Re: [PATCH 11/11] gpu: nova-core: add PIO support for loading firmware images

Alexandre Courbot Wed, 19 Nov 2025 05:49:58 -0800

On Wed Nov 19, 2025 at 1:28 PM JST, Alexandre Courbot wrote:
> On Sat Nov 15, 2025 at 8:30 AM JST, Timur Tabi wrote:
>> Turing and GA100 use programmed I/O (PIO) instead of DMA to upload
>> firmware images into Falcon memory.
>>
>> A new firmware called the Generic Bootloader (as opposed to the
>> GSP Bootloader) is used to upload FWSEC.
>>
>> Signed-off-by: Timur Tabi <[email protected]>
>> ---
>>  drivers/gpu/nova-core/falcon.rs         | 181 ++++++++++++++++++++++++
>>  drivers/gpu/nova-core/firmware.rs       |   4 +-
>>  drivers/gpu/nova-core/firmware/fwsec.rs | 112 ++++++++++++++-
>>  drivers/gpu/nova-core/gsp/boot.rs       |  10 +-
>>  4 files changed, 299 insertions(+), 8 deletions(-)
>>
>> diff --git a/drivers/gpu/nova-core/falcon.rs 
>> b/drivers/gpu/nova-core/falcon.rs
>> index 7af32f65ba5f..f9a4a35b7569 100644
>> --- a/drivers/gpu/nova-core/falcon.rs
>> +++ b/drivers/gpu/nova-core/falcon.rs
>> @@ -20,6 +20,10 @@
>>  use crate::{
>>      dma::DmaObject,
>>      driver::Bar0,
>> +    firmware::fwsec::{
>> +        BootloaderDmemDescV2,
>> +        GenericBootloader, //
>> +    },
>>      gpu::Chipset,
>>      num::{
>>          FromSafeCast,
>> @@ -400,6 +404,183 @@ pub(crate) fn reset(&self, bar: &Bar0) -> Result {
>>          Ok(())
>>      }
>>  
>> +
>> +    /// See nvkm_falcon_pio_wr - takes a byte array instead of a 
>> FalconFirmware
>> +    fn pio_wr_bytes(
>> +        &self,
>> +        bar: &Bar0,
>> +        source: *const u8,
>> +        mem_base: u16,
>> +        length: usize,
>
> We will definitely want to combine `source` and `length` into a
> convenient `&[u8]`. Now I understand why you used a pointer here,
> because we need to write an instance of `BootloaderDmemDescV2`, and also
> because we use data from a `CoherentAllocation`.
>
> The first one is easy to fix: `BootloaderDmemDescV2` is just a bunch of
> integers, so you can implement `AsBytes` on it and get a nice slice of
> bytes exactly as we want.
>
>> +        target_mem: FalconMem,
>> +        port: u8,
>> +        tag: u16
>> +    ) -> Result {
>> +        // To avoid unnecessary complication in the write loop, make sure 
>> the buffer
>> +        // length is aligned.  It always is, which is why an assertion is 
>> okay.
>> +        assert!((length % 4) == 0);
>
> Let's return an error instead of panicking here.
>
>> +
>> +        // From now on, we treat the data as an array of u32
>> +
>> +        let length = length / 4;
>> +        let mut remaining_len: usize = length;
>> +        let mut img_offset: usize = 0;
>> +        let mut tag = tag;
>> +
>> +        // Get data as a slice of u32s
>> +        let img = unsafe {
>> +            core::slice::from_raw_parts(source as *const u32, length)
>> +        };
>> +
>> +        match target_mem {
>> +            FalconMem::ImemSec | FalconMem::ImemNs => {
>> +                regs::NV_PFALCON_FALCON_IMEMC::default()

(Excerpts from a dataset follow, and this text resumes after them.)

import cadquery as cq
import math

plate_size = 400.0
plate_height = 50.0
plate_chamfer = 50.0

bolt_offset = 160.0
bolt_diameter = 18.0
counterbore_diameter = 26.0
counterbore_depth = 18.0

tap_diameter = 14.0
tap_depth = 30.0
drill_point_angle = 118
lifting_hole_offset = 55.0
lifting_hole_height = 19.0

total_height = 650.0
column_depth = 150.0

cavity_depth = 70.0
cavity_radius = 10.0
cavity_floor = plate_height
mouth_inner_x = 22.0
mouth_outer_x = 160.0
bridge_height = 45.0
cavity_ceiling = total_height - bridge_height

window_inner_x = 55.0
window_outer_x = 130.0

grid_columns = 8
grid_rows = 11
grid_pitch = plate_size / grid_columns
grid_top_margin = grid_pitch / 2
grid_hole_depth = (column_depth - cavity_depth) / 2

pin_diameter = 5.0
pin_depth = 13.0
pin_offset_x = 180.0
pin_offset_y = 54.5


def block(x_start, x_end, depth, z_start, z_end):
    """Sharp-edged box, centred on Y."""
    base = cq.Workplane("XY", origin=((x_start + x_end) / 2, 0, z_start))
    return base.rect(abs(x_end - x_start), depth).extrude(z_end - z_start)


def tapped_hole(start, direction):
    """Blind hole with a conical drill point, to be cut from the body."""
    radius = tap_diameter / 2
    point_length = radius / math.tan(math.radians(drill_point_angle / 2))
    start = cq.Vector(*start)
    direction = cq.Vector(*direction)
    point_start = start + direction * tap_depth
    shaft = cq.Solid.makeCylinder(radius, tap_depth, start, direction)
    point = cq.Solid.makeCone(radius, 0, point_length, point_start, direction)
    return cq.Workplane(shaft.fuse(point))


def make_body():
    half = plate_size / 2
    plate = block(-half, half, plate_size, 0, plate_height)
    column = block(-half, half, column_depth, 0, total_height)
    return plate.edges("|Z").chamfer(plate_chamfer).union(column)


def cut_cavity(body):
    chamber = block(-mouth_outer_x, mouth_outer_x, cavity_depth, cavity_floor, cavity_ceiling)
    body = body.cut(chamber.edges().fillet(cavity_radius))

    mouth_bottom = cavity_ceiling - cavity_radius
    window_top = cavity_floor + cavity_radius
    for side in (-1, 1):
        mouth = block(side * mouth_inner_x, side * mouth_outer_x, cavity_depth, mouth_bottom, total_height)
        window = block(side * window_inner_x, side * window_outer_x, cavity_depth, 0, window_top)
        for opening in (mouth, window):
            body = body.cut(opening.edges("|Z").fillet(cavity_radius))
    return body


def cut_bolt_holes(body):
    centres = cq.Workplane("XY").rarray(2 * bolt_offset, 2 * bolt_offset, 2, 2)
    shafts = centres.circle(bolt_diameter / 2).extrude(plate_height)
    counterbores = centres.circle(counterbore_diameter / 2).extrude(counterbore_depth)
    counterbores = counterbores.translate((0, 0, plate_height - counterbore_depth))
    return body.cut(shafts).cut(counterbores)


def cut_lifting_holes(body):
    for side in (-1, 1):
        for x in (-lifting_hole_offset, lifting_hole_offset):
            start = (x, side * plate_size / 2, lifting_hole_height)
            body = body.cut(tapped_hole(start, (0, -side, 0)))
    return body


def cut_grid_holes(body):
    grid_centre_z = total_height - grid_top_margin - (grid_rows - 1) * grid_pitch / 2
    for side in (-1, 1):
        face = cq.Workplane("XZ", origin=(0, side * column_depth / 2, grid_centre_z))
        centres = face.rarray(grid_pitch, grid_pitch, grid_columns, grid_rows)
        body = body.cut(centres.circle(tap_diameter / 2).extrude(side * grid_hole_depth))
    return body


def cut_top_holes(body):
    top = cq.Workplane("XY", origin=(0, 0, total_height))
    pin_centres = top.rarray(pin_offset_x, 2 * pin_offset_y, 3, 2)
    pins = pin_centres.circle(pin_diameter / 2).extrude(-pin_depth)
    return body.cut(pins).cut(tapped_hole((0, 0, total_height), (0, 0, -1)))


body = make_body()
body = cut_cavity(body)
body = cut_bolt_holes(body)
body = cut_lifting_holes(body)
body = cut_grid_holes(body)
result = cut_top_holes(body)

>> +                    .set_secure(target_mem == FalconMem::ImemSec)
>> +                    .set_aincw(true)
>> +                    .set_offs(mem_base)
>> +                    .write(bar, &E::ID, port as usize);
>> +            },
>> +            FalconMem::Dmem => {
>> +                // gm200_flcn_pio_dmem_wr_init
>
> Probably a stray development-time comment.
>
>> +                regs::NV_PFALCON_FALCON_DMEMC::default()

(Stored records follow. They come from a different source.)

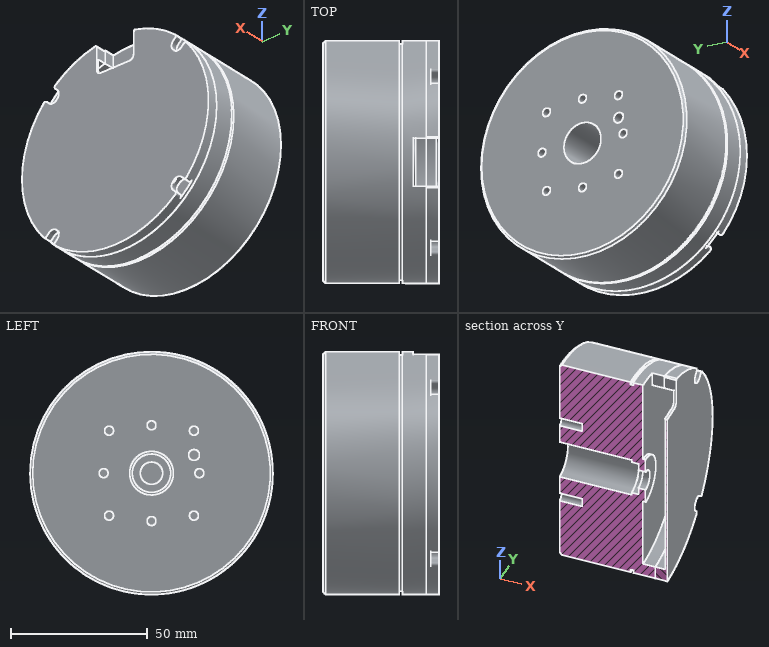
import cadquery as cq
import math

outer_radius = 44.5
total_length = 42.5
cover_length = 4.7
housing_length = total_length - cover_length
front_chamfer = 1.0

groove_start = 28.0
groove_width = 1.1
groove_depth = 1.2

cavity_start = 33.0
cavity_radius = 39.0
cover_plate_thickness = 1.0
boss_radius = 10.0
boss_height = 1.0

bore_radius = 8.0
bore_depth = 28.5
middle_bore_radius = 7.0
middle_bore_depth = 31.15
small_bore_radius = 4.1

screw_hole_diameter = 3.3
straight_hole_circle_radius = 17.5
diagonal_hole_circle_radius = 22.0
locating_hole_diameter = 4.0
locating_hole_y = -15.6
locating_hole_z = 6.7
front_hole_depth = 8.9

slot_width = 17.5
slot_floor_height = 31.15
slot_corner_radius = 2.0
slot_edge_chamfer = 0.5

notch_count = 4
notch_length = 3.0
notch_width = 5.7
notch_floor_radius = 39.3
notch_corner_radius = 2.5
notch_lip_radius = 1.0


def cylinder(start, length, radius):
    """Solid cylinder on the X axis."""
    return cq.Workplane("YZ", origin=(start, 0, 0)).circle(radius).extrude(length)


def front_holes(points, diameter):
    """Blind holes entering the front face at the given (Y, Z) points."""
    return cq.Workplane("YZ").pushPoints(points).circle(diameter / 2).extrude(front_hole_depth)


def hole_circle(radius, first_angle):
    """Four (Y, Z) points evenly spaced on a circle."""
    angles = [math.radians(first_angle + 90 * i) for i in range(4)]
    return [(radius * math.cos(a), radius * math.sin(a)) for a in angles]


def cable_slot():
    """Round-cornered slot cutter, open at the top and the rear."""
    slot_height = outer_radius - slot_floor_height
    return (
        cq.Workplane("XY")
        .box(total_length - cavity_start, slot_width, slot_height, centered=(False, True, False))
        .translate((cavity_start, 0, slot_floor_height))
        .edges("|X and <Z")
        .fillet(slot_corner_radius)
    )


def slot_chamfer():
    """Wedge that breaks the two outer edges of the slot across the cover."""
    half_width = slot_width / 2
    edge_height = math.sqrt(outer_radius**2 - half_width**2)
    chamfer_bottom = edge_height - slot_edge_chamfer
    edge_angle = math.asin(half_width / outer_radius) + slot_edge_chamfer / outer_radius
    chamfer_end_y = outer_radius * math.sin(edge_angle)
    chamfer_end_z = outer_radius * math.cos(edge_angle)
    return (
        cq.Workplane("YZ", origin=(housing_length, 0, 0))
        .moveTo(-half_width, chamfer_bottom)
        .lineTo(half_width, chamfer_bottom)
        .lineTo(chamfer_end_y, chamfer_end_z)
        .lineTo(chamfer_end_y, outer_radius)
        .lineTo(-chamfer_end_y, outer_radius)
        .lineTo(-chamfer_end_y, chamfer_end_z)
        .close()
        .extrude(cover_length)
    )


def rim_notch(angle):
    """Notch cutter with rounded floor corners and flared, rounded lips."""
    half_width = notch_width / 2
    lip_centre_y = half_width + notch_lip_radius
    lip_centre_radius = outer_radius - notch_lip_radius
    lip_centre_z = math.sqrt(lip_centre_radius**2 - lip_centre_y**2)
    lip_end_y = lip_centre_y * outer_radius / lip_centre_radius
    lip_end_z = lip_centre_z * outer_radius / lip_centre_radius
    top = outer_radius + notch_lip_radius
    corner = notch_corner_radius
    return (
        cq.Workplane("YZ", origin=(total_length - notch_length, 0, 0))
        .moveTo(-half_width + corner, notch_floor_radius)
        .lineTo(half_width - corner, notch_floor_radius)
        .radiusArc((half_width, notch_floor_radius + corner), -corner)
        .lineTo(half_width, lip_centre_z)
        .radiusArc((lip_end_y, lip_end_z), notch_lip_radius)
        .lineTo(lip_end_y, top)
        .lineTo(-lip_end_y, top)
        .lineTo(-lip_end_y, lip_end_z)
        .radiusArc((-half_width, lip_centre_z), notch_lip_radius)
        .lineTo(-half_width, notch_floor_radius + corner)
        .radiusArc((-half_width + corner, notch_floor_radius), -corner)
        .close()
        .extrude(notch_length)
        .rotate((0, 0, 0), (1, 0, 0), angle)
    )


def make_housing():
    """Drum with a stepped bore, front holes, outer groove and rear recess with a boss."""
    body = cylinder(0, housing_length, outer_radius).faces("<X").chamfer(front_chamfer)

    groove = cylinder(groove_start, groove_width, outer_radius).cut(
        cylinder(groove_start, groove_width, outer_radius - groove_depth)
    )
    boss = cylinder(cavity_start, boss_height, boss_radius)
    recess = cylinder(cavity_start, housing_length - cavity_start, cavity_radius)
    body = body.cut(groove).cut(recess).cut(cable_slot()).union(boss)

    body = body.cut(cylinder(0, bore_depth, bore_radius))
    body = body.cut(cylinder(0, middle_bore_depth, middle_bore_radius))
    body = body.cut(cylinder(0, cavity_start + boss_height, small_bore_radius))

    screw_points = hole_circle(straight_hole_circle_radius, 0) + hole_circle(diagonal_hole_circle_radius, 45)
    body = body.cut(front_holes(screw_points, screw_hole_diameter))
    return body.cut(front_holes([(locating_hole_y, locating_hole_z)], locating_hole_diameter))


def make_cover():
    """Cup closing the rear, with the cable slot and the rim notches."""
    cavity_length = cover_length - cover_plate_thickness
    body = cylinder(housing_length, cover_length, outer_radius)
    body = body.cut(cylinder(housing_length, cavity_length, cavity_radius))
    body = body.cut(cable_slot()).cut(slot_chamfer())
    for i in range(notch_count):
        body = body.cut(rim_notch(45 + i * 360 / notch_count))
    return body


housing = make_housing()
cover = make_cover()
result = cq.Compound.makeCompound([housing.val(), cover.val()])

>> +                    .set_aincw(true)
>> +                    .set_offs(mem_base)
>> +                    .write(bar, &E::ID, port as usize);
>> +            },
>> +        }
>> +
>> +        while remaining_len > 0 {
>> +            let xfer_len = core::cmp::min(remaining_len, 256 / 4); // 
>> pio->max = 256
>> +
>> +            // Perform the PIO write for the next 256 bytes.  Each tag 
>> represents
>> +            // a 256-byte block in IMEM/DMEM.

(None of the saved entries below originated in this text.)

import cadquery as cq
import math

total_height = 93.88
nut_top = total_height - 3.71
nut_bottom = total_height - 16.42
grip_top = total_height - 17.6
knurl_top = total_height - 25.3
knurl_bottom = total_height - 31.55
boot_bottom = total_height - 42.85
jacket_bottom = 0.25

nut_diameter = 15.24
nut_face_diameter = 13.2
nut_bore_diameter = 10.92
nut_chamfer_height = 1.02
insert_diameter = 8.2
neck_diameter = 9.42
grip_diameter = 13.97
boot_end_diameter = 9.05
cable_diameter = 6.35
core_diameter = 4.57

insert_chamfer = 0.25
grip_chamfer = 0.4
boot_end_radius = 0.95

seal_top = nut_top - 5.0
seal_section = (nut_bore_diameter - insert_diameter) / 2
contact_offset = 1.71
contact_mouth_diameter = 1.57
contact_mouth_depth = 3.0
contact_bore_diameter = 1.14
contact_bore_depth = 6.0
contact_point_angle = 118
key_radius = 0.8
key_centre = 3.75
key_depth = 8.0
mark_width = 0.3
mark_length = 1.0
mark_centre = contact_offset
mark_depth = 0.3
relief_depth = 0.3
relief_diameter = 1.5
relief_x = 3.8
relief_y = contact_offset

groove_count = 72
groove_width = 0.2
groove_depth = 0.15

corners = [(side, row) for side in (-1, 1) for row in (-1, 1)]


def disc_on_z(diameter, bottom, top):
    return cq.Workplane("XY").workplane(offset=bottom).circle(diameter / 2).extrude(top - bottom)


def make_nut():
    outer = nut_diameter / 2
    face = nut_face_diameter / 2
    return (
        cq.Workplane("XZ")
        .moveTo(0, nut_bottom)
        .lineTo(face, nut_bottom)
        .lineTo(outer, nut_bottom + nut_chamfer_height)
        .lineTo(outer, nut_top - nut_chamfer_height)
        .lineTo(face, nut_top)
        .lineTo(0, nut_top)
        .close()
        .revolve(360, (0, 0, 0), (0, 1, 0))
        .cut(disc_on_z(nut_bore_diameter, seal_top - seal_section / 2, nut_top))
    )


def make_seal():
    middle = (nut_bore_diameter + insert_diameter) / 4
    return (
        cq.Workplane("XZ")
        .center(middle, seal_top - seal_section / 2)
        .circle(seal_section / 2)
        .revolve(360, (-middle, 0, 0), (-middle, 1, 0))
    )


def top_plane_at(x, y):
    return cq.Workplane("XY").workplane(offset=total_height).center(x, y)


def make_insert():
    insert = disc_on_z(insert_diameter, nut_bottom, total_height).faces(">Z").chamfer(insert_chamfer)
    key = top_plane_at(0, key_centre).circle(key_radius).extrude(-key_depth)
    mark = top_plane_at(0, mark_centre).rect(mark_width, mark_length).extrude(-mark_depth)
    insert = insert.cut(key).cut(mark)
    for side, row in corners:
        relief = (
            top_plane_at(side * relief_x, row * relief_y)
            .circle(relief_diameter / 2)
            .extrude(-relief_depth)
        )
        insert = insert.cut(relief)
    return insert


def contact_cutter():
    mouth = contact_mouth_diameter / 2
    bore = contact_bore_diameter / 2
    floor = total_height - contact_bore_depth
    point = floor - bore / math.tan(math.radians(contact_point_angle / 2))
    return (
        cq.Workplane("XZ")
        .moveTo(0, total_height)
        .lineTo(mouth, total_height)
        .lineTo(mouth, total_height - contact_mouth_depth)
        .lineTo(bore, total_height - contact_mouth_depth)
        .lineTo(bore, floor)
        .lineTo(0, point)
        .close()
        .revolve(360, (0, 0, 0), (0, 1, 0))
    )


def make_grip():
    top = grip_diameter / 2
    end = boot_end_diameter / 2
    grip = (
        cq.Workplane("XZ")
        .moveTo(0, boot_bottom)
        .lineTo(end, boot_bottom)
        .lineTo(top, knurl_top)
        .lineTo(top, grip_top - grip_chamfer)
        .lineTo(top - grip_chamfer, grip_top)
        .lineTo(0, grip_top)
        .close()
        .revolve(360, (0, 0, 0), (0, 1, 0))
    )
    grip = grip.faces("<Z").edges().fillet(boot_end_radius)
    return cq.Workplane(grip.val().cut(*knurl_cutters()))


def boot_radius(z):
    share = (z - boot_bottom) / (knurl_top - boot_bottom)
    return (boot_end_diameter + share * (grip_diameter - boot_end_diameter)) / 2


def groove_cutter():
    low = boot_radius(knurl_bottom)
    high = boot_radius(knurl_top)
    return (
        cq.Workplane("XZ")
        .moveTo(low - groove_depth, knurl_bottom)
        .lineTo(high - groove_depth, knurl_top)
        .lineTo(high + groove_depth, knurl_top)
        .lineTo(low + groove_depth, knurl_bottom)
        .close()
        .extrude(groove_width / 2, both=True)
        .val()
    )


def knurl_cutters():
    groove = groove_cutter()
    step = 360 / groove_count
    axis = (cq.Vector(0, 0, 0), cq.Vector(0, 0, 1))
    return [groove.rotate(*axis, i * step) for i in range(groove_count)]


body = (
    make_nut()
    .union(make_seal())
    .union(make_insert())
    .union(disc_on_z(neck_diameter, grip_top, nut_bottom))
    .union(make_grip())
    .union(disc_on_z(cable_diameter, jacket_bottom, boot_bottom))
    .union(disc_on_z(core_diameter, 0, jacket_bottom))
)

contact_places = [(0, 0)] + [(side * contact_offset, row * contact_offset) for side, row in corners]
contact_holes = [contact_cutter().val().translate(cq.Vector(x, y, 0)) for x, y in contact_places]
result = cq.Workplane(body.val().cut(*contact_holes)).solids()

>> +            let mut len = xfer_len;
>> +
>> +            match target_mem {
>> +                FalconMem::ImemSec | FalconMem::ImemNs => {
>> +                    regs::NV_PFALCON_FALCON_IMEMT::default()
>> +                        .set_tag(tag)
>> +                        .write(bar, &E::ID, port as usize);
>> +
>> +                    while len > 0 {
>> +                        regs::NV_PFALCON_FALCON_IMEMD::default()
>> +                            .set_data(img[img_offset])
>> +                            .write(bar, &E::ID, port as usize);
>> +                        img_offset += 1;
>> +                        len -= 1;
>> +                    };
>> +
>> +                    tag += 1;
>> +                },
>> +                FalconMem::Dmem => {
>> +                    // tag is ignored for DMEM
>> +                    while len > 0 {
>> +                        regs::NV_PFALCON_FALCON_DMEMD::default()
>> +                            .set_data(img[img_offset])
>> +                            .write(bar, &E::ID, port as usize);
>> +                        img_offset += 1;
>> +                        len -= 1;
>> +                    };
>> +                },
>> +            }
>> +
>> +            remaining_len -= xfer_len;
>> +        }
>
> Let's turn this C-style loop into something more Rustey.
>
> We want to divide the input twice: once in 256 bytes block to write the
> Imem tag if needed, and then again in blocks of `u32`. Nova being
> little-endian, we can assume that ordering. This lets us leverage
> `chunks` and `from_bytes`.
>
> I got the following (untested) code, which assumes `source` is the
> `&[u8]` we want to write:
>
>     // Length of an IMEM tag in bytes.
>     const IMEM_TAG_LEN: usize = 256;
>
>     for chunk in source.chunks(IMEM_TAG_LEN) {
>         // Convert our chunk of bytes into an array of u32s.
>         //
>         // This can never fail as the sizes match, but propagate the error
>         // to avoid an `unsafe` statement.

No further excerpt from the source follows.